WORK REQUIRED:
All records, minus the pictures: write them out exactly.

DATA:

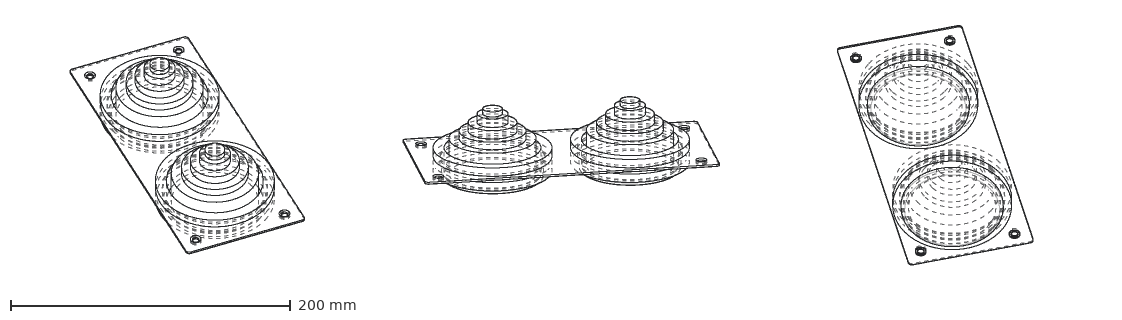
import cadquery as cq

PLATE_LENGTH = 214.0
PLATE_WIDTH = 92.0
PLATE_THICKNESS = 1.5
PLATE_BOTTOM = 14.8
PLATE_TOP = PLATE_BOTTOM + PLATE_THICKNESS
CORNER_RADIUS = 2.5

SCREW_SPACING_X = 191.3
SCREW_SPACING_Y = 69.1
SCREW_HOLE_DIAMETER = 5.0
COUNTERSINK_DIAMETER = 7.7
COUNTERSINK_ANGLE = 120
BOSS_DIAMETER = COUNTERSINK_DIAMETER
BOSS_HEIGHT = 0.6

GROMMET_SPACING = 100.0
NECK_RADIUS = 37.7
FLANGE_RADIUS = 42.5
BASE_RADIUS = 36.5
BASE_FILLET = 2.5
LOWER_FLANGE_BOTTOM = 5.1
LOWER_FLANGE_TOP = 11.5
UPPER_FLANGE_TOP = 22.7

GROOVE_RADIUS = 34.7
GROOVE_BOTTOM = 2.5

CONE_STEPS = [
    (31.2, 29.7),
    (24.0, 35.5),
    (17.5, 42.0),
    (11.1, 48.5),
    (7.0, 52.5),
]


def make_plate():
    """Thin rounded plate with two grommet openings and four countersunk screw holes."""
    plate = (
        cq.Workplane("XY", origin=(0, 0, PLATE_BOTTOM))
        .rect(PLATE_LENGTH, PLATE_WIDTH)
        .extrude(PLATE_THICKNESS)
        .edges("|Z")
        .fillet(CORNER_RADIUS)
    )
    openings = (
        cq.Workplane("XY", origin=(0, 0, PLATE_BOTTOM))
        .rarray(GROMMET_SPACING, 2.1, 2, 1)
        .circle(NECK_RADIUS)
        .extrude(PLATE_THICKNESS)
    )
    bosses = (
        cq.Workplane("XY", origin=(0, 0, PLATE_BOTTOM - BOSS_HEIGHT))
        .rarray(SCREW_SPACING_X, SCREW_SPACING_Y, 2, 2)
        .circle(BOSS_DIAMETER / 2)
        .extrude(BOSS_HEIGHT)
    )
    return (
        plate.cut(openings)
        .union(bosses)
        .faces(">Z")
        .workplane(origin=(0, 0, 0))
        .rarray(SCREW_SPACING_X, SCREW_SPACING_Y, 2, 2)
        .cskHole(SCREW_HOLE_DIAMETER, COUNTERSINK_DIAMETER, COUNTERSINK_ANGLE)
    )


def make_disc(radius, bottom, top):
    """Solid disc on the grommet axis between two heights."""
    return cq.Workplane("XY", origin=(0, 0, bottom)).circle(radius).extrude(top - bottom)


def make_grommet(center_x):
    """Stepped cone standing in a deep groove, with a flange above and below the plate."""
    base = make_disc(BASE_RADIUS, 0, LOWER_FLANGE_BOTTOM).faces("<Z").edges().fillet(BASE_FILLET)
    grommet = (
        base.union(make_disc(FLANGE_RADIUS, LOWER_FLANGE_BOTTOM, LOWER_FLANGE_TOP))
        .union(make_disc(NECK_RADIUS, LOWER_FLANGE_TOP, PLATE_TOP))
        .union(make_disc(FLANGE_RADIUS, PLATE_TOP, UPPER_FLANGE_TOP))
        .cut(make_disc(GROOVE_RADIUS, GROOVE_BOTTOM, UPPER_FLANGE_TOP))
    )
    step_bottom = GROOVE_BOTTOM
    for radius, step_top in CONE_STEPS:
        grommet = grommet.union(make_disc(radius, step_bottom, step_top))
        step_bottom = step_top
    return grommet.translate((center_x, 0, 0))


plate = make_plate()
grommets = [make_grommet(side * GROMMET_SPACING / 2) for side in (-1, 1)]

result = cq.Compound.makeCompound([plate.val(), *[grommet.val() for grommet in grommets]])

FINAL ANSWER:
import cadquery as cq

PLATE_LENGTH = 214.0
PLATE_WIDTH = 92.0
PLATE_THICKNESS = 1.5
PLATE_BOTTOM = 14.8
PLATE_TOP = PLATE_BOTTOM + PLATE_THICKNESS
CORNER_RADIUS = 2.5

SCREW_SPACING_X = 191.3
SCREW_SPACING_Y = 69.1
SCREW_HOLE_DIAMETER = 5.0
COUNTERSINK_DIAMETER = 7.7
COUNTERSINK_ANGLE = 120
BOSS_DIAMETER = COUNTERSINK_DIAMETER
BOSS_HEIGHT = 0.6

GROMMET_SPACING = 100.0
NECK_RADIUS = 37.7
FLANGE_RADIUS = 42.5
BASE_RADIUS = 36.5
BASE_FILLET = 2.5
LOWER_FLANGE_BOTTOM = 5.1
LOWER_FLANGE_TOP = 11.5
UPPER_FLANGE_TOP = 22.7

GROOVE_RADIUS = 34.7
GROOVE_BOTTOM = 2.5

CONE_STEPS = [
    (31.2, 29.7),
    (24.0, 35.5),
    (17.5, 42.0),
    (11.1, 48.5),
    (7.0, 52.5),
]


def make_plate():
    """Thin rounded plate with two grommet openings and four countersunk screw holes."""
    plate = (
        cq.Workplane("XY", origin=(0, 0, PLATE_BOTTOM))
        .rect(PLATE_LENGTH, PLATE_WIDTH)
        .extrude(PLATE_THICKNESS)
        .edges("|Z")
        .fillet(CORNER_RADIUS)
    )
    openings = (
        cq.Workplane("XY", origin=(0, 0, PLATE_BOTTOM))
        .rarray(GROMMET_SPACING, 2.1, 2, 1)
        .circle(NECK_RADIUS)
        .extrude(PLATE_THICKNESS)
    )
    bosses = (
        cq.Workplane("XY", origin=(0, 0, PLATE_BOTTOM - BOSS_HEIGHT))
        .rarray(SCREW_SPACING_X, SCREW_SPACING_Y, 2, 2)
        .circle(BOSS_DIAMETER / 2)
        .extrude(BOSS_HEIGHT)
    )
    return (
        plate.cut(openings)
        .union(bosses)
        .faces(">Z")
        .workplane(origin=(0, 0, 0))
        .rarray(SCREW_SPACING_X, SCREW_SPACING_Y, 2, 2)
        .cskHole(SCREW_HOLE_DIAMETER, COUNTERSINK_DIAMETER, COUNTERSINK_ANGLE)
    )


def make_disc(radius, bottom, top):
    """Solid disc on the grommet axis between two heights."""
    return cq.Workplane("XY", origin=(0, 0, bottom)).circle(radius).extrude(top - bottom)


def make_grommet(center_x):
    """Stepped cone standing in a deep groove, with a flange above and below the plate."""
    base = make_disc(BASE_RADIUS, 0, LOWER_FLANGE_BOTTOM).faces("<Z").edges().fillet(BASE_FILLET)
    grommet = (
        base.union(make_disc(FLANGE_RADIUS, LOWER_FLANGE_BOTTOM, LOWER_FLANGE_TOP))
        .union(make_disc(NECK_RADIUS, LOWER_FLANGE_TOP, PLATE_TOP))
        .union(make_disc(FLANGE_RADIUS, PLATE_TOP, UPPER_FLANGE_TOP))
        .cut(make_disc(GROOVE_RADIUS, GROOVE_BOTTOM, UPPER_FLANGE_TOP))
    )
    step_bottom = GROOVE_BOTTOM
    for radius, step_top in CONE_STEPS:
        grommet = grommet.union(make_disc(radius, step_bottom, step_top))
        step_bottom = step_top
    return grommet.translate((center_x, 0, 0))


plate = make_plate()
grommets = [make_grommet(side * GROMMET_SPACING / 2) for side in (-1, 1)]

result = cq.Compound.makeCompound([plate.val(), *[grommet.val() for grommet in grommets]])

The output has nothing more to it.